TL;DR
Ethereum is facing important resistance levels just as its U.S. spot ETFs report a net outflow of approximately $41.5 million, despite BlackRock contributing $28.4 million to its ETHA fund.
The flows reflect broad selling across several issuers. Products like FETH, ETHV, ETHE, and EZET registered substantial withdrawals. Higher-fee ETFs faced more pronounced outflows, while Bitwise and 21Shares maintained near-zero flows. The mix of inflows and outflows indicates that institutional demand remains present but uneven, suggesting more of a rotation among products than a broad shift in sentiment toward Ethereum.

From a technical perspective, analysts are focusing on the $4,800 area as the first critical resistance. According to Ali Martinez, breaking this level could open the way to $6,800 and $8,800, based on historical price structure since 2021 and horizontal resistance bands. Currently, Ethereum trades near $3,000, below the mid-range band at $3,600, within a wide range spanning support at $1,200 up to resistance at $4,800. The next reaction in these zones will determine whether the recent bullish move consolidates or selling pressure returns.
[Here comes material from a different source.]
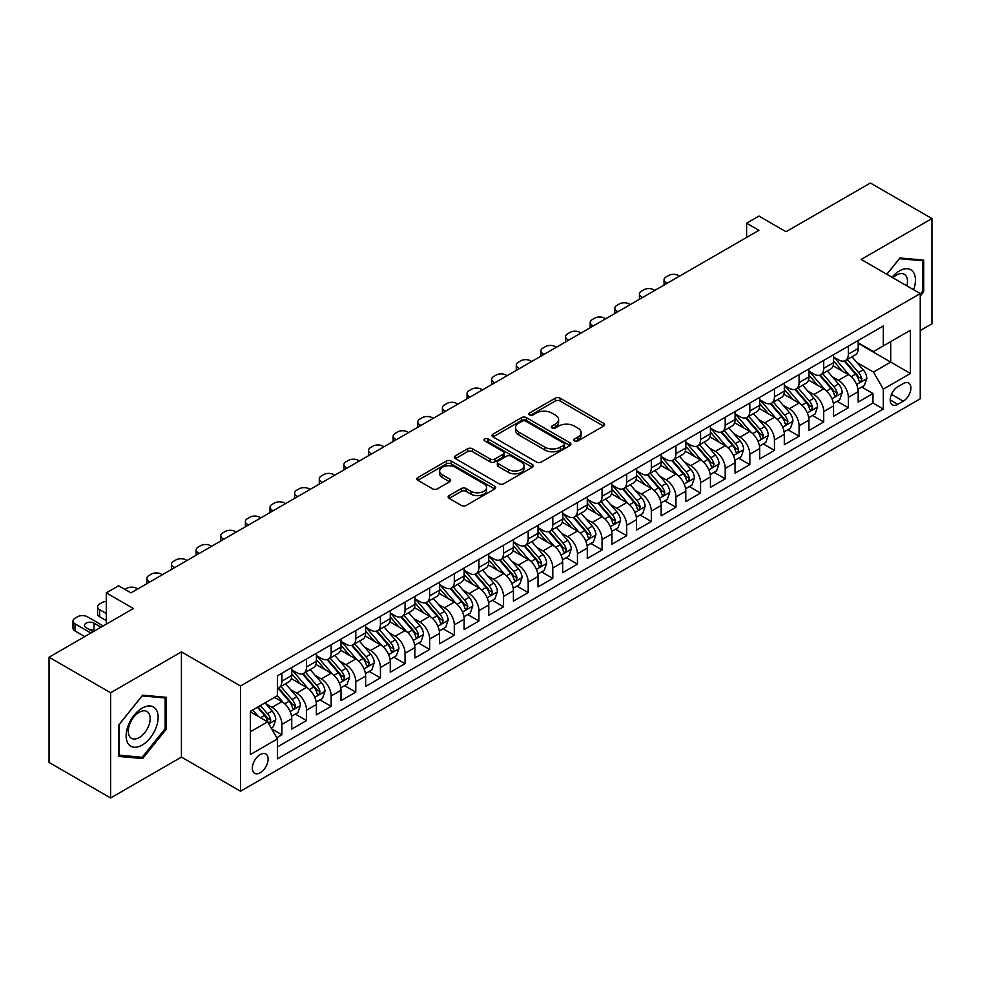 <?xml version="1.0" encoding="UTF-8"?>
<svg xmlns="http://www.w3.org/2000/svg" width="981" height="981" viewBox="0 0 981 981"><rect width="100%" height="100%" fill="white"/><g stroke="black" fill="none" stroke-linecap="round" stroke-linejoin="round"><path stroke-width="1.47" d="M574.547 440.923A2.391 1.386 0 0 0 577.932 440.923L603.622 426.085A3.421 1.974 0 0 0 604.615 424.687A3.421 1.974 0 0 0 603.622 423.302L560.102 398.176A3.421 1.974 0 0 0 555.271 398.176L529.581 413.001A2.391 1.386 0 0 0 528.882 413.982A2.391 1.386 0 0 0 529.581 414.963A2.391 1.386 0 0 0 532.965 414.963L536.3 413.038A10.938 6.315 0 0 1 551.763 413.038L555.393 415.135A10.938 6.315 0 0 1 558.594 419.598A10.938 6.315 0 0 1 555.393 424.062L552.07 425.987A2.391 1.386 0 0 0 551.371 426.956A2.391 1.386 0 0 0 552.07 427.937A2.391 1.386 0 0 0 555.454 427.937L558.778 426.024A10.938 6.315 0 0 1 574.253 426.024L577.87 428.108A10.938 6.315 0 0 1 581.083 432.584A10.938 6.315 0 0 1 577.87 437.048L574.547 438.961A2.391 1.386 0 0 0 573.848 439.942A2.391 1.386 0 0 0 574.547 440.923L574.547 438.961M260.235 772.746A11.147 6.438 120 0 0 267.519 762.924A11.147 6.438 120 0 0 265.802 753.984A11.147 6.438 120 0 0 260.235 754.536A11.147 6.438 120 0 0 252.951 764.358A11.147 6.438 120 0 0 254.655 773.298A11.147 6.438 120 0 0 260.235 772.746M449.151 495.589A3.421 1.974 0 0 0 448.145 496.987A3.421 1.974 0 0 0 449.151 498.385L461.352 505.436A3.421 1.974 0 0 0 466.196 505.436L494.718 488.967A3.421 1.974 0 0 0 495.712 487.569A3.421 1.974 0 0 0 494.718 486.171L451.199 461.045A3.421 1.974 0 0 0 446.367 461.045L417.845 477.514A3.421 1.974 0 0 0 416.839 478.912A3.421 1.974 0 0 0 417.845 480.31L432.584 488.82A3.421 1.974 0 0 0 437.428 488.82L449.629 481.781A3.421 1.974 0 0 0 450.635 480.383A3.421 1.974 0 0 0 449.629 478.986L442.321 474.767A9.148 5.285 0 0 1 439.635 471.027A9.148 5.285 0 0 1 445.288 466.147A9.148 5.285 0 0 1 455.258 467.299L483.903 483.829A9.148 5.285 0 0 1 486.576 487.569A9.148 5.285 0 0 1 480.935 492.45A9.148 5.285 0 0 1 470.966 491.297L466.196 488.55A3.421 1.974 0 0 0 461.352 488.55L449.151 495.589L449.151 498.385L461.352 491.383L461.352 488.55M920.252 330.536L931.95 323.791L931.95 218.567L870.38 183.018L786.026 231.724L758.938 216.078L746.627 223.19L758.938 230.302L130.939 592.867L118.627 585.767L106.304 592.867L106.304 624.149M110.62 692.758L110.62 797.982L181.424 757.099L181.424 651.875L110.62 692.758L49.05 657.209L133.404 608.514L106.304 592.867M181.424 651.875L240.529 686.001L920.252 293.577L920.252 398.789L240.529 791.226L240.529 686.001M931.95 218.567L861.146 259.45L920.252 293.577M536.533 462.026A3.421 1.974 0 0 0 541.377 462.026L569.9 445.558A3.421 1.974 0 0 0 570.893 444.16A3.421 1.974 0 0 0 569.9 442.762L526.38 417.648A3.421 1.974 0 0 0 521.549 417.648L493.026 434.117A3.421 1.974 0 0 0 492.021 435.515A3.421 1.974 0 0 0 493.026 436.901L536.533 462.026M485.644 441.438A2.391 1.386 0 0 1 488.072 441.769L488.072 438.924L532.303 464.467A3.421 1.974 0 0 1 533.308 465.865A3.421 1.974 0 0 1 532.303 467.263L503.78 483.731A3.421 1.974 0 0 1 498.949 483.731L455.429 458.605L455.429 455.822A3.421 1.974 0 0 0 454.436 457.207A3.421 1.974 0 0 0 455.429 458.605M455.429 455.822L467.643 448.771A3.421 1.974 0 0 1 472.474 448.771L490.12 458.961A3.421 1.974 0 0 0 494.964 458.961L503.057 454.277A3.421 1.974 0 0 0 504.062 452.891A3.421 1.974 0 0 0 503.057 451.493L484.688 440.886A2.391 1.386 0 0 1 483.989 439.905A2.391 1.386 0 0 1 485.46 438.63A2.391 1.386 0 0 1 488.072 438.924M110.62 797.982L49.05 762.433L49.05 657.209M276.789 737.724L281.903 734.781L271.688 728.871M265.876 703.769L272.056 707.338A13.93 8.044 60 0 1 281.903 724.395L291.749 718.705L291.749 729.091L306.526 720.557L295.33 714.082M290.499 689.545L296.679 693.113A13.93 8.044 60 0 1 306.526 710.183L316.385 704.493L316.385 714.867L331.161 706.345L319.953 699.87M315.122 675.333L321.314 678.901A13.93 8.044 60 0 1 331.161 695.958L341.008 690.268L341.008 700.655L355.784 692.12L344.576 685.645M339.757 661.108L345.937 664.677A13.93 8.044 60 0 1 355.784 681.746L365.643 676.056L365.643 686.43L380.42 677.908L369.212 671.433M364.38 646.884L370.56 650.464A13.93 8.044 60 0 1 380.42 667.521L390.266 661.832L390.266 672.218L405.043 663.683L393.835 657.209M389.003 632.671L395.196 636.24A13.93 8.044 60 0 1 405.043 653.309L414.889 647.619L414.889 657.993L429.666 649.459L418.47 642.996M413.639 618.447L419.819 622.028A13.93 8.044 60 0 1 429.666 639.085L439.525 633.395L439.525 643.781L454.301 635.247L443.093 628.772M438.262 604.235L444.442 607.803A13.93 8.044 60 0 1 454.301 624.86L464.148 619.183L464.148 629.557L478.924 621.022L467.716 614.56M462.885 590.01L469.077 593.591A13.93 8.044 60 0 1 478.924 610.648L488.771 604.958L488.771 615.345L503.547 606.81L492.352 600.335M487.52 575.798L493.701 579.366A13.93 8.044 60 0 1 503.547 596.423L513.406 590.746L513.406 601.12L528.183 592.585L516.975 586.123M512.143 561.573L518.324 565.142A13.93 8.044 60 0 1 528.183 582.211L538.029 576.521L538.029 586.908L552.806 578.373L541.598 571.898M536.779 547.361L542.959 550.93A13.93 8.044 60 0 1 552.806 567.987L562.665 562.309L562.665 572.683L577.441 564.149L566.233 557.686M561.402 533.137L567.582 536.705A13.93 8.044 60 0 1 577.441 553.775L587.288 548.085L587.288 558.471L602.064 549.936L590.856 543.462M586.025 518.924L592.217 522.493A13.93 8.044 60 0 1 602.064 539.55L611.911 533.872L611.911 544.247L626.687 535.712L615.479 529.25M610.66 504.7L616.841 508.268A13.93 8.044 60 0 1 626.687 525.338L636.546 519.648L636.546 530.034L651.323 521.5L640.115 515.025M635.283 490.488L641.464 494.056A13.93 8.044 60 0 1 651.323 511.113L661.169 505.436L661.169 515.81L675.946 507.275L664.738 500.813M659.906 476.263L666.099 479.832A13.93 8.044 60 0 1 675.946 496.901L685.793 491.211L685.793 501.585L700.569 493.063L689.373 486.588M684.542 462.051L690.722 465.619A13.93 8.044 60 0 1 700.569 482.677L710.428 476.987L710.428 487.373L725.204 478.838L713.996 472.376M709.165 447.827L715.345 451.395A13.93 8.044 60 0 1 725.204 468.464L735.051 462.774L735.051 473.149L749.827 464.626L738.619 458.152M733.8 433.614L739.981 437.183A13.93 8.044 60 0 1 749.827 454.24L759.674 448.55L759.674 458.936L774.45 450.402L763.255 443.939M758.423 419.39L764.604 422.958A13.93 8.044 60 0 1 774.45 440.028L784.31 434.338L784.31 444.712L799.086 436.189L787.878 429.715M783.046 405.178L789.239 408.746A13.93 8.044 60 0 1 799.086 425.803L808.933 420.113L808.933 430.5L823.709 421.965L812.501 415.503M807.682 390.953L813.862 394.521A13.93 8.044 60 0 1 823.709 411.591L833.568 405.901L833.568 416.275L848.344 407.753L848.344 397.366A13.93 8.044 -120 0 0 838.485 380.309L832.305 376.741M837.136 401.278L848.344 407.753M291.749 718.705A13.93 8.044 -120 0 0 281.903 701.648L274.521 697.381M316.385 704.493A13.93 8.044 -120 0 0 306.526 687.423L291.296 678.631M341.008 690.268A13.93 8.044 -120 0 0 331.161 673.211L315.931 664.419M365.643 676.056A13.93 8.044 -120 0 0 355.784 658.987L340.554 650.195M390.266 661.832A13.93 8.044 -120 0 0 380.42 644.775L365.19 635.982M414.889 647.619A13.93 8.044 -120 0 0 405.043 630.55L389.813 621.758M439.525 633.395A13.93 8.044 -120 0 0 429.666 616.338L414.436 607.546M464.148 619.183A13.93 8.044 -120 0 0 454.301 602.113L439.071 593.321M488.771 604.958A13.93 8.044 -120 0 0 478.924 587.901L463.694 579.109M513.406 590.746A13.93 8.044 -120 0 0 503.547 573.677L488.317 564.884M538.029 576.521A13.93 8.044 -120 0 0 528.183 559.464L512.953 550.672M562.665 562.309A13.93 8.044 -120 0 0 552.806 545.24L537.576 536.448M587.288 548.085A13.93 8.044 -120 0 0 577.441 531.028L562.211 522.235M611.911 533.872A13.93 8.044 -120 0 0 602.064 516.803L586.834 508.011M636.546 519.648A13.93 8.044 -120 0 0 626.687 502.591L611.457 493.799M661.169 505.436A13.93 8.044 -120 0 0 651.323 488.366L636.093 479.574M685.793 491.211A13.93 8.044 -120 0 0 675.946 474.154L660.716 465.35M710.428 476.987A13.93 8.044 -120 0 0 700.569 459.93L685.339 451.137M735.051 462.774A13.93 8.044 -120 0 0 725.204 445.717L709.974 436.913M759.674 448.55A13.93 8.044 -120 0 0 749.827 431.493L734.597 422.701M784.31 434.338A13.93 8.044 -120 0 0 774.45 417.268L759.22 408.476M808.933 420.113A13.93 8.044 -120 0 0 799.086 403.056L783.856 394.264M833.568 405.901A13.93 8.044 -120 0 0 823.709 388.832L808.479 380.039M903.256 383.571L897.836 386.71A10.791 6.229 120 0 0 890.785 396.214A10.791 6.229 120 0 0 892.44 404.871A10.791 6.229 120 0 0 897.836 404.331L903.256 401.204A10.791 6.229 120 0 0 910.307 391.689A10.791 6.229 120 0 0 908.651 383.044A10.791 6.229 120 0 0 903.256 383.571M250.376 731.789L267.617 721.832L277.476 738.901L277.476 758.803L883.305 409.028L883.305 389.126L873.458 372.057L856.928 362.516M277.476 738.901L250.376 754.536L250.376 711.311L277.476 695.676L277.476 675.774L883.305 325.986L883.305 345.901L910.405 330.254L910.405 373.479L883.305 389.126M291.749 669.802L296.679 672.635A13.93 8.044 60 0 0 303.644 673.334L313.503 667.644A13.93 8.044 -120 0 0 316.385 661.268L316.385 653.297M316.385 655.578L321.314 658.423A13.93 8.044 60 0 0 328.279 659.109L338.126 653.42A13.93 8.044 -120 0 0 341.008 647.043L341.008 639.085M341.008 641.366L345.937 644.198A13.93 8.044 60 0 0 352.902 644.897L362.749 639.207A13.93 8.044 -120 0 0 365.643 632.831L365.643 624.86M365.643 627.141L370.56 629.986A13.93 8.044 60 0 0 377.526 630.673L387.385 624.983A13.93 8.044 -120 0 0 390.266 618.606L390.266 610.648M390.266 612.917L395.196 615.761A13.93 8.044 60 0 0 402.161 616.46L412.008 610.771A13.93 8.044 -120 0 0 414.889 604.394L414.889 596.423M414.889 598.704L419.819 601.549A13.93 8.044 60 0 0 426.784 602.236L436.631 596.546A13.93 8.044 -120 0 0 439.525 590.17L439.525 582.211M439.525 584.48L444.442 587.325A13.93 8.044 60 0 0 451.407 588.024L461.266 582.334A13.93 8.044 -120 0 0 464.148 575.957L464.148 567.987M464.148 570.268L469.077 573.112A13.93 8.044 60 0 0 476.043 573.799L485.889 568.109A13.93 8.044 -120 0 0 488.771 561.733L488.771 553.775M488.771 556.043L493.701 558.888A13.93 8.044 60 0 0 500.666 559.587L510.512 553.897A13.93 8.044 -120 0 0 513.406 547.521L513.406 539.55M513.406 541.831L518.324 544.676A13.93 8.044 60 0 0 525.301 545.362L535.148 539.673A13.93 8.044 -120 0 0 538.029 533.296L538.029 525.338M538.029 527.606L542.959 530.451A13.93 8.044 60 0 0 549.924 531.15L559.771 525.46A13.93 8.044 -120 0 0 562.665 519.084L562.665 511.113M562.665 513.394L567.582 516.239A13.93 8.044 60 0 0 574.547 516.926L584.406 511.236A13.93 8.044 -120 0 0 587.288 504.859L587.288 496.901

Ethereum rebounded from a high-volume support near $2,480, recovering part of the mid-range band that previously acted as both support and resistance. The bounce temporarily broke the downtrend line that guided the last selling phase, generating a slight shift in momentum toward the upside.

However, the overall structure still reflects a series of lower highs formed since September. Accumulated supply areas between $3,400 and $3,900 represent the next obstacle that the price must overcome to confirm a sustained reversal.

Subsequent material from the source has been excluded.